Traditionelle Vorstellungen von Männlichkeit und Weiblichkeit im Bereich
von ‚Bewegung und Sport’ sind – trotz
emanzipatorischer Bemühungen und
der sozialen Erwünschtheit neuer
‚Rollenbilder’ – offensichtlich nach wie
vor bei bildungsfernen und -nahen
Eltern vorhanden und orientieren
vielfach das Handeln im Bereich der
frühkindlichen Bewegungserziehung
und -sozialisation. In den ersten
Lebensjahren, in denen die Kinder
motorische Fähigkeiten erst entwickeln
müssen (z. B. laufen, klettern, springen),
scheint die ‚Beeinflussung’ in Form von
geschlechtsspezifischen Verhaltens-
erwartungen und Rückmeldungen
zunächst äußerst subtil zu sein und
wird auf der Bewusstseinsebene kaum
realisiert.

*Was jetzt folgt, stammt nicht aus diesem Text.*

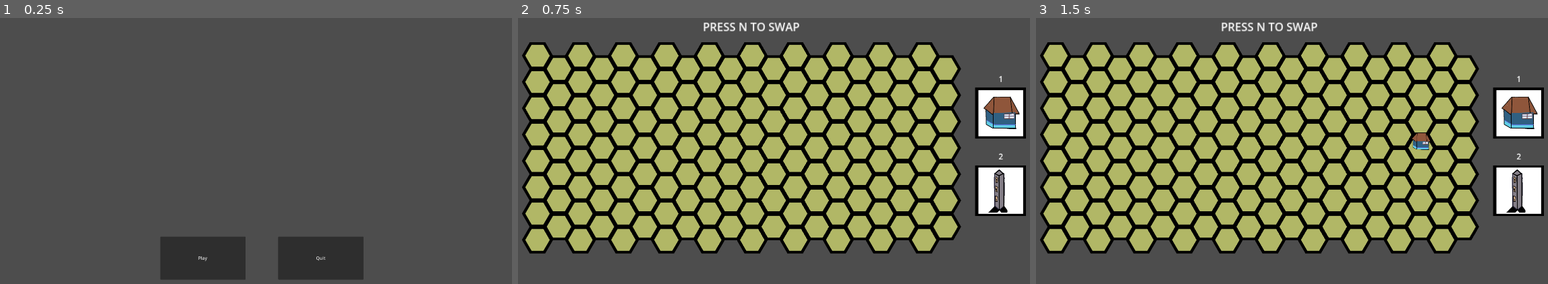
Above: before the commit, frames 1-3 (left to right).
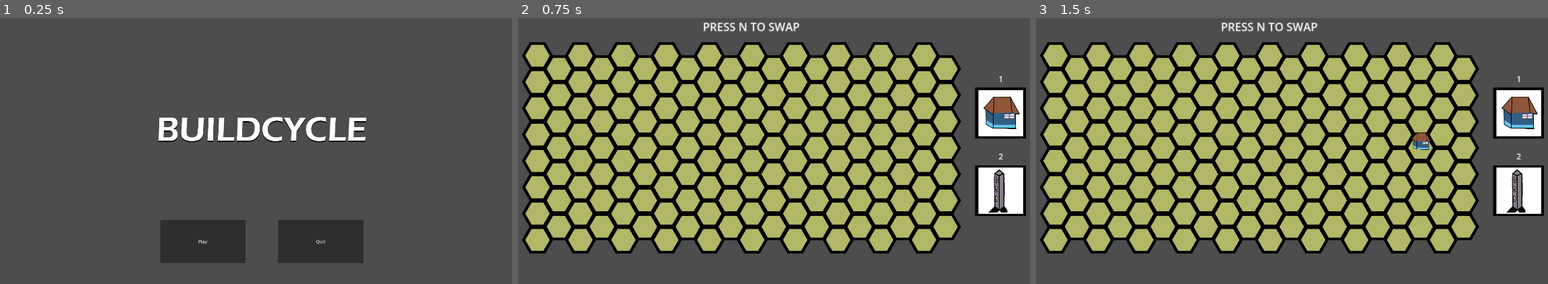
Above: after the commit, the same moments.

Repository: Rerric/BuildCycle
Game: Godot game, scene res://ryan_test_scene.tscn
Same seed, same stepped clock (60 frames per second), same inputs: the game is played once before the commit and once after it.
Inputs (mouse positions are in pixels of both pictures, inside the frame that each line leads up to):
- Up to frame 1 (0.25 s): no input
- Up to frame 2 (0.75 s): click "Play" at 0.5 s
- Up to frame 3 (1.5 s): tap N at 1.25, 1.35 s; move the mouse to (1409, 143) at 1.27 s; hold Right (ui_right) from 1.28 s (still down); click (1409, 143) at 1.42 s

The runs differ from the first frame. In frame 1, 5.9% of the frame differs, in the area x 30-72%, y 37-99%; in frame 2, nothing differs; in frame 3, nothing differs.

Commit message:
Added Titlecard

Diff:
--- a/ryan_test_scene.tscn
+++ b/ryan_test_scene.tscn
@@ -1,23 +1,28 @@
-[gd_scene load_steps=2 format=3 uid="uid://dvclk2213jh4g"]
+[gd_scene load_steps=3 format=3 uid="uid://dvclk2213jh4g"]
 
 [ext_resource type="Script" path="res://ryan_test_scene.gd" id="1_5tksy"]
+[ext_resource type="Texture2D" uid="uid://bsh6o17wqj5qn" path="res://Sprites/title.png" id="2_5laxx"]
 
 [node name="RyanTestScene" type="Node2D"]
 script = ExtResource("1_5tksy")
 
 [node name="Play" type="Button" parent="."]
 offset_left = 619.0
-offset_top = 824.0
+offset_top = 765.0
 offset_right = 923.0
-offset_bottom = 978.0
+offset_bottom = 919.0
 text = "Play"
 
 [node name="Quit" type="Button" parent="."]
 offset_left = 1039.0
-offset_top = 824.0
+offset_top = 765.0
 offset_right = 1343.0
-offset_bottom = 978.0
+offset_bottom = 919.0
 text = "Quit"
+
+[node name="Title" type="Sprite2D" parent="."]
+position = Vector2(982, 440)
+texture = ExtResource("2_5laxx")
 
 [connection signal="pressed" from="Play" to="." method="_on_play_pressed"]
 [connection signal="pressed" from="Quit" to="." method="_on_quit_pressed"]
Binary file added: Sprites/title.png
Not shown, added: Sprites/title.png.import

Mit zunehmender Bewegungssicherheit steigen aber offensichtlich die an die Bewegungsaktivitäten geknüpften sozialen Erwartungen –
vor dem Hintergrund des verinnerlichten
geschlechtsspezifischen Normenspektrums. Die Eltern sehen in – der mit
dem Lebensalter zunehmenden – aktiven Auslegung der Geschlechtertypik
durch das Kind selbst oftmals eine
Bestätigung für ihre (m.o.w. latente)
Theorie der Wesensmerkmale – dass
geschlechtstypisches Bewegungsverhalten auch als eine Konsequenz der
Verarbeitung sozialer Realität gilt, wird
in diesem Zusammenhang oftmals
ausgeblendet.
Unsere gegenwärtigen Forschungsbemühungen richten sich auf die
Ausdifferenzierung der familiären
Strukturen und Hintergründe (Migration, Familiensituation etc.), um
tieferen Einblick in die Form der
Erwartungen und Verhaltensinterventionen zu erhalten.